- Also called: Chitra Pournami
- Observed by: Hindu Tamils, Malayalis,சித்திர பௌர்ணமி
- Type: Hindu
- Significance: Full moon day of the Chaitra month
- Celebrations: Veneration of Chitragupta and Murugan
- Observances: Puja
- Date: Purnima in Chaitra month
- Frequency: Annual

= Chitra Pournami (festival) =

Hindu festival in April or May

Chaitra Purnima (चैत्र पुर्णिमा) or Chitra Pournami is a Hindu festival observed on the purnima (full moon) day of the Chaitra month. It is celebrated across various parts of South Asia observed on the full moon day in the month of Chittirai, corresponding in the Gregorian calendar to a day in April or May.

== Legend ==
The tale of Chitra Purnima is centred on Indra, the kings of the devas, and his guru Brihaspati, based on the folklores of Thiruvilaiyadal Puranam. According to legend, Indra and Brihaspati once got into an argument over something Indra said to Brihaspati. Brihaspati gave him instructions to make a pilgrimage to the earth in order to atone for his negative karma.
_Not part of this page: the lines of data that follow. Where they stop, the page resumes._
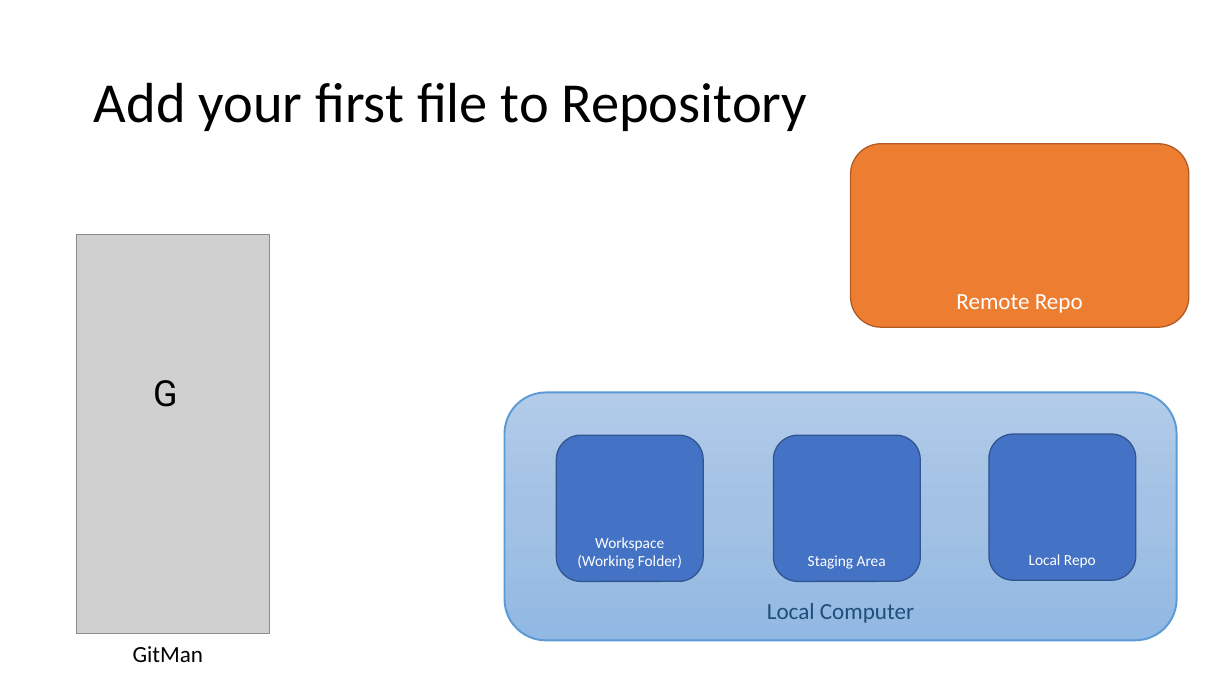
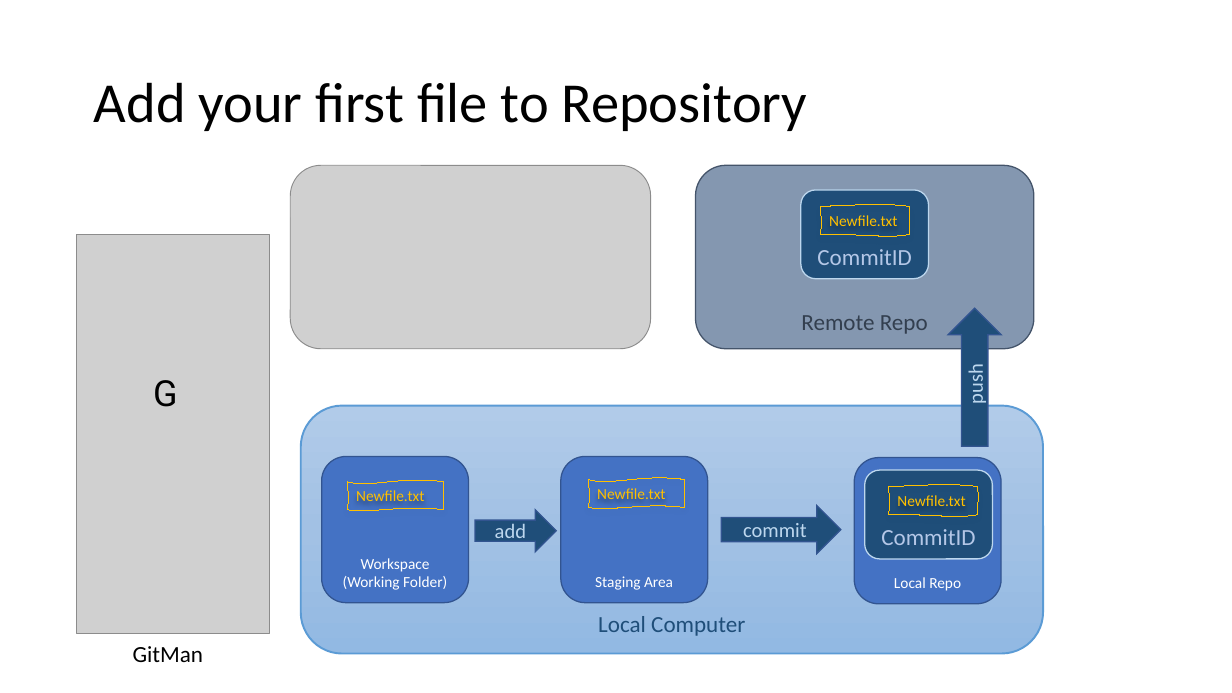
Before and after one commit to LearnWithCSA/GitWorkshop, a slide deck: slide 26 of SlideDeck/Git for Infra.pptx. Drawn at 1232x693 pixels with LibreOffice and Linux fonts; fonts in the diff are those of the drawing; grey boxes stand for pictures. Boxes give left, top, right and bottom in pixels: in the first picture for what was removed or moved away, otherwise in the second. Text is boxed around its words. In the diff, an @@ line names an element or a change of style, - is before the commit and + after.

Commit message:
Updated with new components

```diff
--- a/SlideDeck/Git for Infra.pptx
+++ b/SlideDeck/Git for Infra.pptx
@@ picture added at bbox=[290, 165, 651, 349] @@
@@ rounded rectangle "Remote Repo": place and size @@
-rounded rectangle "Remote Repo" at bbox=[850, 144, 1189, 328]
+rounded rectangle "Remote Repo" at bbox=[696, 165, 1034, 349]
@@ rounded rectangle "Remote Repo" at bbox=[696, 165, 1034, 349]: text colour #FFFFFF to #333F50; fill #ED7D31 to #8497B0; outline #AF5C24 1 pt to #44546A 1 pt @@
@@ rounded rectangle added at bbox=[801, 190, 929, 279], fill #1F4E79, outline #BDD7EE 1 pt, 18 pt, text #B4C7E7 @@
+CommitID
@@ freeform shape added at bbox=[821, 206, 910, 234], outline #FFC000 0.75 pt, 12 pt, text #FFC000 @@
+Newfile.txt
@@ right arrow added at bbox=[948, 309, 1001, 446], fill #1F4E79, outline #325491 1 pt, 16 pt, text #BDD7EE @@
+push
@@ rounded rectangle "Local Computer": place and size @@
-rounded rectangle "Local Computer" at bbox=[505, 393, 1177, 640]
+rounded rectangle "Local Computer" at bbox=[301, 406, 1043, 653]
@@ rounded rectangle "Workspace (Working Folder)": place and size @@
-rounded rectangle "Workspace (Working Folder)" at bbox=[556, 435, 703, 581]
+rounded rectangle "Workspace (Working Folder)" at bbox=[322, 457, 469, 603]
@@ rounded rectangle "Staging Area": place and size @@
-rounded rectangle "Staging Area" at bbox=[774, 435, 921, 581]
+rounded rectangle "Staging Area" at bbox=[561, 457, 708, 603]
@@ rounded rectangle "Local Repo": place and size @@
-rounded rectangle "Local Repo" at bbox=[989, 434, 1136, 580]
+rounded rectangle "Local Repo" at bbox=[855, 457, 1002, 604]
@@ rounded rectangle added at bbox=[865, 470, 993, 559], fill #1F4E79, outline #BDD7EE 1 pt, 18 pt, text #B4C7E7 @@
+CommitID
@@ freeform shape added at bbox=[348, 482, 444, 509], outline #FFC000 0.75 pt, 12 pt, text #FFC000 @@
+Newfile.txt
@@ freeform shape added at bbox=[589, 480, 685, 507], outline #FFC000 0.75 pt, 12 pt, text #FFC000 @@
+Newfile.txt
@@ right arrow added at bbox=[722, 506, 841, 554], fill #1F4E79, outline #325491 1 pt, 16 pt, text #BDD7EE @@
+commit
@@ freeform shape added at bbox=[888, 487, 978, 515], outline #FFC000 0.75 pt, 12 pt, text #FFC000 @@
+Newfile.txt
@@ right arrow added at bbox=[475, 510, 556, 553], fill #1F4E79, outline #325491 1 pt, 16 pt, text #BDD7EE @@
+add
```
Also in this commit, not shown: 5 other slides changed, 1 slide added.

After accepting, Indra carried out his guru's wish. Indra discovered a shivaling while on the trip under the kadamba tree. Later, he came to understand that it was Shiva who was aiding him in lessening his bad deeds. He soon began presenting lotus flowers to Shiva as an act of adoration. This legend is believed to have occurred at Madurai by adherents. Devotees perform pujas at the Meenakshi Temple in Madurai to worship Shiva.

== Practices ==
In some parts of India, The festival is dedicated to Chitragupta, a Hindu god who is believed to record humans' good and bad deeds for Yama, the Hindu god of death and the underworld. On this day, devotees ask Chitragupta to give them good thoughts and deeds which will benefit all living beings.

On the festival day, many devotees gather around rivers or places where the moon is visible to have dinner with family and friends. It is believed by doing this they can get the blessings of Chandra and feel the happiness and bond with their loved ones. It is also believed by lighting up an deepam to Chandra alleviates negative states of mind. This is especially popular at the river Chitra in the district of Tirunelveli in Tamil Nadu, India.

The observance is called Chitira Pournami in Tamil Nadu and Kerala, especially by followers of Kaumaram and Shaiva Siddhanta. Devotees observe fasting, worship Murugan, and break their fast the next morning. Adherents believe that moonlight dispels the darkness of one's soul. Murugan worship and the festivals of the deity start on this day every year.